Patient Consent AJGP Article

Secondary use of general practice data: Obtaining patient consent

Over the years, healthcare has seen a shift from paper-based health records to digitised health information. This has led to an aggregation and collation of patient data, creating both possibilities and challenges for the healthcare system in Australia.  

Protecting patient rights 

Healthcare researchers, policymakers and providers can all agree that digitising general practice health information has created new analytical possibilities for them like: 

  • Creation of proactive preventive interventions 
  • Helping quality improvement initiatives
  • Identifying at-risk populations 
  • Promoting efficiencies in care delivery 
  • Generating proactive preventive interventions 

Of course, to reach these potential possibilities, patients need to provide the right to use their data for secondary purposes at a general practice level. As the healthcare system must address current challenges including caring for an ageing population and managing chronic diseases, compiling this valuable data is going to be increasingly important.  

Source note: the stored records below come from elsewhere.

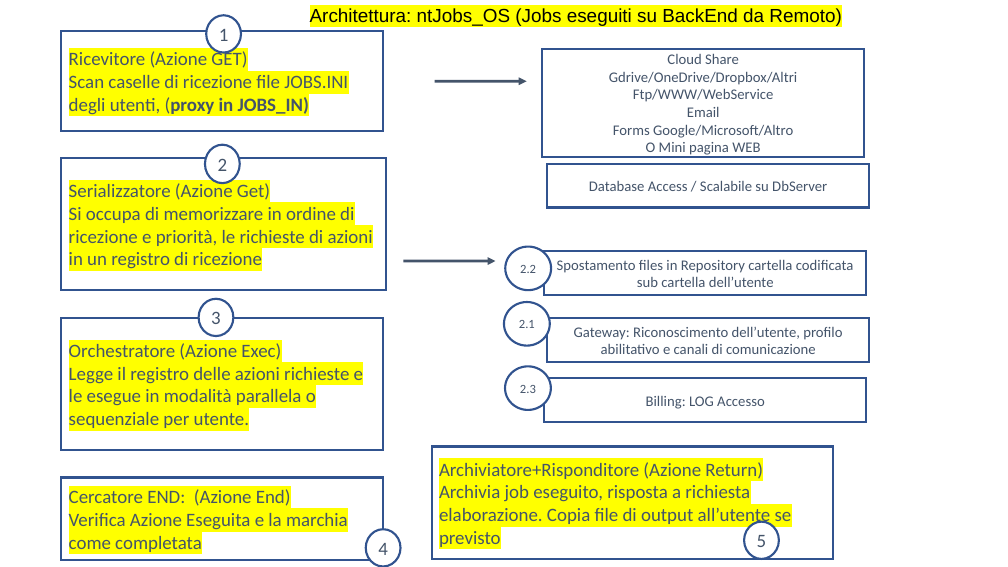
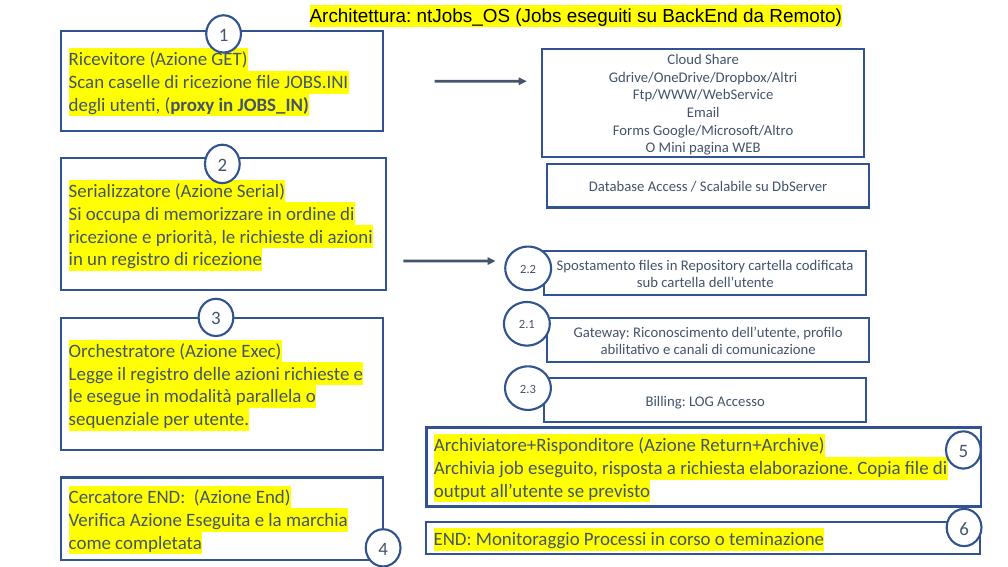
Before and after one commit to ntgcorp/ntJobsOS, a slide deck: slide 2 of ntjobs_white_paper_it.pptx. Drawn at 1008x567 pixels with LibreOffice and Linux fonts; fonts in the diff are those of the drawing. Boxes give left, top, right and bottom in pixels: in the first picture for what was removed or moved away, otherwise in the second. Text is boxed around its words. In the diff, an @@ line names an element or a change of style, - is before the commit and + after.

```diff
--- a/ntjobs_white_paper_it.pptx
+++ b/ntjobs_white_paper_it.pptx
@@ text in rectangle at (69,182,373,268): text changed @@
-Serializzatore (Azione Get)
-Si occupa di memorizzare in ordine di ricezione e priorità, le richieste di azioni in un registro di ricezione
+Serializzatore (Azione Serial)
+Si occupa di memorizzare in ordine di ricezione e priorità, le richieste di azioni in un registro di ricezione
@@ rectangle "Archiviatore+Risponditore (Azione Return+Archive) Archivia j ...": place and size @@
-rectangle "Archiviatore+Risponditore (Azione Return+Archive) Archivia j ..." at (432,447,833,560)
+rectangle "Archiviatore+Risponditore (Azione Return+Archive) Archivia j ..." at (426,428,981,507)
@@ text in rectangle at (434,437,947,500): text changed @@
-Archiviatore+Risponditore (Azione Return)
-Archivia job eseguito, risposta a richiesta elaborazione. Copia file di output all’utente se previsto
+Archiviatore+Risponditore (Azione Return+Archive)
+Archivia job eseguito, risposta a richiesta elaborazione. Copia file di output all’utente se previsto
@@ ellipse "5": place and size @@
-ellipse "5" at (744,522,779,559)
+ellipse "5" at (946,431,981,468)
@@ ellipse added at (947,509,982,546), fill #FFFFFF, outline #31538F 2.01 pt, 18 pt, text #44546A @@
+6
@@ rectangle added at (426,523,981,554), fill #FFFFFF, outline #31538F 2.01 pt, 18 pt, text #44546A @@
+END: Monitoraggio Processi in corso o teminazione
```
Also in this commit, not shown: 11 other slides changed, 16 slides added, 1 slide removed, 8 other files.

In order to increase the chances of patients consenting to the secondary use of their general practice data, they must first be educated on their rights, the use for their data and its privacy.  

When registering, patients need to be informed that their de-identified data may be used for secondary purposes. It is important to convey to patients that general practices have the responsibility of protecting their data and ensuring it is always accessed and used in a secure manner.  

Patient consent for data use

Obtaining patient consent will require implementing policies and procedures for managing data access requests. It is important that these be supported by clinical information systems (CIS) and include functionalities that permit the removal of patient data for non-consenting patients.  

Utilising technology that can identify what data is permitted to be used and which cannot will play an important role in ensuring data remains secure and patient rights are respected. To do so, the CIS will need to: 

  • Identify consensual patient data 
  • Allow for permitted data extraction 
  • Ensure protection of data used 

The Hello Health platform enables general practices to denote a patient’s secondary data use and the level of that use. This is coupled with its application program interface preventing the use or extraction of this data in the case of a non-consenting patient. This flag will honour their choice and will not share the private data with third-party applications.  

More and more negative headlines are currently hitting the media concerning healthcare data privacy leaks and patient data being used without consent. This makes it increasingly important to ensure the technology you use can protect your patient’s data and prevent further horror stories.